# Erosion control class



## jmacd (Jul 14, 2009)

How many of you have taken the 4 hour erosion and sediment class required by the DEC.?


----------



## rino1494 (Jan 31, 2006)

No requirement for us. If there is a class to take, I would gladly take it. Erosion control is becoming #1 priority in any job.


----------



## jmacd (Jul 14, 2009)

Here in NY we have a 4 hour course that cost $75. You need a certificate renewed every 3 years. 

A card holder and on site card holder is required on any private or public project that disturbs one acre or more of area at one time. You would then need a inspection log kept on a weekly basis for review. You also need a swppp plan and permit from DEC, the spec book would have one already in place most of the time. Quite a lot of information on New Yorks DEC web site.

I can't imagine that PA wouldn't have the same kind of laws in place.

Also smaller jobs can be written for violations just the same if sediment is leaving the work area. The course is worth taking.


----------



## Upchuck (Apr 7, 2009)

jmacd said:


> Here in NY we have a 4 hour course that cost $75. You need a certificate renewed every 3 years.
> 
> A card holder and on site card holder is required on any private or public project that disturbs one acre or more of area at one time. You would then need a inspection log kept on a weekly basis for review. You also need a swppp plan and permit from DEC, the spec book would have one already in place most of the time. Quite a lot of information on New Yorks DEC web site.
> 
> ...


We also have swpps & inspection logs for larger jobs in MA. Never heard of erosion control classes or license/certificate. I'm surprised because I thought MA had cornered the market on continuing ed & licenses.

I had one job that was visited twice from EPA due to anonymous complaints & was told my detailed inspection logs were part of the reason there were no fines. I write down every single detail & take pics whether it be repairing/stapling silt fence to replacing hay bales, etc.


----------



## jmacd (Jul 14, 2009)

I would suggest that you guys just check it out to be sure your state hasn't adopted NY's rules.


----------



## Kgmz (Feb 9, 2007)

We have had this required in Oregon and Washington for quite awhile now. I just signed up for my renewal class in Feb when my current certification expires. Certification is good for 3 years and this will be my second renewal, so 6 years in February.

I will be getting my Washington CESCL (Certified Erosion and Sediment Control Lead), my Oregon DEQ 1200-C Erosion Control Inspector, and my Federal EPA ESC Erosion and Sediment Control Lead certification.


----------



## rino1494 (Jan 31, 2006)

Upchuck said:


> We also have swpps & inspection logs for larger jobs in MA. Never heard of erosion control classes or license/certificate. I'm surprised because I thought MA had cornered the market on continuing ed & licenses.
> 
> I had one job that was visited twice from EPA due to anonymous complaints & was told my detailed inspection logs were part of the reason there were no fines. I write down every single detail & take pics whether it be repairing/stapling silt fence to replacing hay bales, etc.
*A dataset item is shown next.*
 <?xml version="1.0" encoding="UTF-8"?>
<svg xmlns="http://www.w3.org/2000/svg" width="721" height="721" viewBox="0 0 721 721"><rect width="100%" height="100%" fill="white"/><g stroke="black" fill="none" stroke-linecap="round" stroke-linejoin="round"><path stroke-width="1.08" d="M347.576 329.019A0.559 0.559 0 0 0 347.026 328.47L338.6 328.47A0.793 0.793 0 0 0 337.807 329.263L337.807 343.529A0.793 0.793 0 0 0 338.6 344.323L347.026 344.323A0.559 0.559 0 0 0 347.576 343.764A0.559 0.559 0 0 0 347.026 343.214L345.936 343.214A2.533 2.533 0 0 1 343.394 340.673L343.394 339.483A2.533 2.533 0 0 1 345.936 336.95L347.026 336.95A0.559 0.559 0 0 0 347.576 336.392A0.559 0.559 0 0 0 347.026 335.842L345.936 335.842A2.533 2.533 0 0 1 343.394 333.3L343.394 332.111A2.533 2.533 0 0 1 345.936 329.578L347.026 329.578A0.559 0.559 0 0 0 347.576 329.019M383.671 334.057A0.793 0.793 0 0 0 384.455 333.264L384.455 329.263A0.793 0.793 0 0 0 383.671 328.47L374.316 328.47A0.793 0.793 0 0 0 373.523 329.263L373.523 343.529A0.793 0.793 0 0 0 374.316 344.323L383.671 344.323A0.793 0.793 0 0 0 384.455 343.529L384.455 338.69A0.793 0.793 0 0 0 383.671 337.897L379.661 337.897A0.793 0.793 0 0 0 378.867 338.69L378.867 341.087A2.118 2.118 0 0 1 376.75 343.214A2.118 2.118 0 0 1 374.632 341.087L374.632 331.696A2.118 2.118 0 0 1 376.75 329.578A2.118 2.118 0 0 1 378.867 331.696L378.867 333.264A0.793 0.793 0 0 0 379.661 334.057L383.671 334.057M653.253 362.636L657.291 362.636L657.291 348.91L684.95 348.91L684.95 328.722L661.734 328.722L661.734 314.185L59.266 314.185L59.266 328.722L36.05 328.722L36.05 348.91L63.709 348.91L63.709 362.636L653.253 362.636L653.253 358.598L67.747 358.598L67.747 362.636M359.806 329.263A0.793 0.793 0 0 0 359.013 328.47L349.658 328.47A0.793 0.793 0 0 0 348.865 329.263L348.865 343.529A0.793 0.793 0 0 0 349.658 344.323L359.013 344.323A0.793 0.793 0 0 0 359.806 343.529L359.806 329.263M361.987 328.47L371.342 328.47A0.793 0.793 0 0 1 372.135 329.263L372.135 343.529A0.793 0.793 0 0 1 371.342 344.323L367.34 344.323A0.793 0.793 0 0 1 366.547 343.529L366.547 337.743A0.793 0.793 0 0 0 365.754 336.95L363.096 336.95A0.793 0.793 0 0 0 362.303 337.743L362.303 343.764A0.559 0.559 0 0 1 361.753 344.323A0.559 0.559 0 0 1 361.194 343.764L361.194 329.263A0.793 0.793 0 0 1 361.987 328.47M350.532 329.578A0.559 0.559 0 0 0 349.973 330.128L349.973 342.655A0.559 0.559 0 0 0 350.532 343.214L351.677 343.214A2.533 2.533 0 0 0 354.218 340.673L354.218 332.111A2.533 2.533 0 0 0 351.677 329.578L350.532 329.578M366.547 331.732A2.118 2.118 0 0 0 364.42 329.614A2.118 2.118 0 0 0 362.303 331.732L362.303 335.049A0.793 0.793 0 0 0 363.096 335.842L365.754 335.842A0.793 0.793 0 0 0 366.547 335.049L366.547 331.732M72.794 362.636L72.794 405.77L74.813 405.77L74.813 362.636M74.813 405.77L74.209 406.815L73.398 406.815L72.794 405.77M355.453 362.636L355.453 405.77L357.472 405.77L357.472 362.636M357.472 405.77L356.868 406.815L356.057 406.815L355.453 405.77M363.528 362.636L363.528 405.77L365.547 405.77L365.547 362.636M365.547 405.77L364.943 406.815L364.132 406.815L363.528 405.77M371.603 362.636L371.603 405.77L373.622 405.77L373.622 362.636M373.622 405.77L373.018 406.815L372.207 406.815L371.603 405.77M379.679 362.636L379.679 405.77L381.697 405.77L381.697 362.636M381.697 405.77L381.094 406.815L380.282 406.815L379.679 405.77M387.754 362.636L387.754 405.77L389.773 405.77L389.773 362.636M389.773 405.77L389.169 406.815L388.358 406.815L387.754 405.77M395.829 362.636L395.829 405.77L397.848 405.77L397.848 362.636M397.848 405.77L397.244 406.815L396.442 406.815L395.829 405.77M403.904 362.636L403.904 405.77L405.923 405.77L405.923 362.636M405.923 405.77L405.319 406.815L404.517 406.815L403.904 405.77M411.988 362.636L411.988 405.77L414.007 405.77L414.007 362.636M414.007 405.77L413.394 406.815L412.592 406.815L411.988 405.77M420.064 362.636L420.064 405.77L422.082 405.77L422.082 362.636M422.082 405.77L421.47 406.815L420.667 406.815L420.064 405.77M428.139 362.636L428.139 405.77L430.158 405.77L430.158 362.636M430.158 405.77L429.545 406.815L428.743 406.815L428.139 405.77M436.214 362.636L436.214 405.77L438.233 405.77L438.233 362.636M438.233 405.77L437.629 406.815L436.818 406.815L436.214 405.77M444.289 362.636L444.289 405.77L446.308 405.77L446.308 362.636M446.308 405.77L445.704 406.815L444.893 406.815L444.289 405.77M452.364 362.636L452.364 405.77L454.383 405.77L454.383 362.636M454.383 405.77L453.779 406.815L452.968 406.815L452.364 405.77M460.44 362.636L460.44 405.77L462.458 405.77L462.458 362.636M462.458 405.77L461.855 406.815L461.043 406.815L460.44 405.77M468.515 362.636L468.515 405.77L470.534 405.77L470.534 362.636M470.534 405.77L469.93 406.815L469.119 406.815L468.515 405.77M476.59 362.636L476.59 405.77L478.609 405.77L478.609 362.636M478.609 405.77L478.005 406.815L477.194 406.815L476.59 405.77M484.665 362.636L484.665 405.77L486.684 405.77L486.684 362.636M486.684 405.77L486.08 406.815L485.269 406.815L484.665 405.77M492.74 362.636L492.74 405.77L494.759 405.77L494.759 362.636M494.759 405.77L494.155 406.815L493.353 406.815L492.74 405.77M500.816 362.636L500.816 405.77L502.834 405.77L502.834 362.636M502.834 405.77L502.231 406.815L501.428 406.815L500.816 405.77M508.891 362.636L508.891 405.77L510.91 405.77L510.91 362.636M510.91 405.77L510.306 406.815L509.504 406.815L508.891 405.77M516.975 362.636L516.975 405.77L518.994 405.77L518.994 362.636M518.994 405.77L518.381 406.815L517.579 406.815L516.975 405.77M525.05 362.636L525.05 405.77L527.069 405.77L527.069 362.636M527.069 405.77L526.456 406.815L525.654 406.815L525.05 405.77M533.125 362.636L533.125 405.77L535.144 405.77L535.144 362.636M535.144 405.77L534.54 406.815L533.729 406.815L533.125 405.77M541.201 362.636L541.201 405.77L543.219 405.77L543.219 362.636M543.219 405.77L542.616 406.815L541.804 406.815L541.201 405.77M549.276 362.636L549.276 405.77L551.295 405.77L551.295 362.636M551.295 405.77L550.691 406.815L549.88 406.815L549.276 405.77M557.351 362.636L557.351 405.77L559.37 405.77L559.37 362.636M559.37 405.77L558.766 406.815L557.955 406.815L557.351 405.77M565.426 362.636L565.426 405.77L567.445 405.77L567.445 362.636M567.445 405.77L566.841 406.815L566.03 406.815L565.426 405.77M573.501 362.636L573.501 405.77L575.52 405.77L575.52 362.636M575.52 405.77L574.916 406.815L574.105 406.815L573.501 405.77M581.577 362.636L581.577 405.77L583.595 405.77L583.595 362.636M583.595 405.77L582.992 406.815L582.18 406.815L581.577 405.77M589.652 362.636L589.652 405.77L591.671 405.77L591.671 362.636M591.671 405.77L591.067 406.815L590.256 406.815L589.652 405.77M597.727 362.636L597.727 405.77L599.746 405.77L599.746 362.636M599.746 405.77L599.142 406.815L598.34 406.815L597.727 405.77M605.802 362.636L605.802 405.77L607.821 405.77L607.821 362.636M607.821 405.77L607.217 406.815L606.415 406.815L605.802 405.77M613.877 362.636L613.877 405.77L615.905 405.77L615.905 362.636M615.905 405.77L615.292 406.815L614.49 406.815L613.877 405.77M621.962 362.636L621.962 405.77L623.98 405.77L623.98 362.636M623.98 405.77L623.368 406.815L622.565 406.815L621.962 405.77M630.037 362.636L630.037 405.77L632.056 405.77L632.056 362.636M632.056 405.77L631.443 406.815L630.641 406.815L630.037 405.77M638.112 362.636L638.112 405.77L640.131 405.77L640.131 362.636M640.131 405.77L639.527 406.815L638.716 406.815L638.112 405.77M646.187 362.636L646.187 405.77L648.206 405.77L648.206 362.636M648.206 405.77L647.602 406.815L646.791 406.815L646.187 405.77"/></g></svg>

We have the same laws, just no required certification.....yet.

In my area, DEP doesn't do the inspections anymore. They turned it over to counties. Now the county conservation district does the inspections and they are tough.


----------



## GCTony (Oct 26, 2012)

Virginia's has a RLD (Responsible Land Disturber) certification for many years. Here's some info:

http://www.dcr.virginia.gov/stormwater_management/es_rld.shtml


----------



## shaper (Apr 24, 2006)

Here in Maine we have to take an 8 hour class and then have a site visit where we have to have two means of sediment control implemented. They want to make sure you know how to install these controls
Its not mandatory unless you are working in the shoreland protection zone


----------



## PipeGuy (Oct 8, 2004)

rino1494 said:


> ...Erosion control is becoming #1 priority in any job.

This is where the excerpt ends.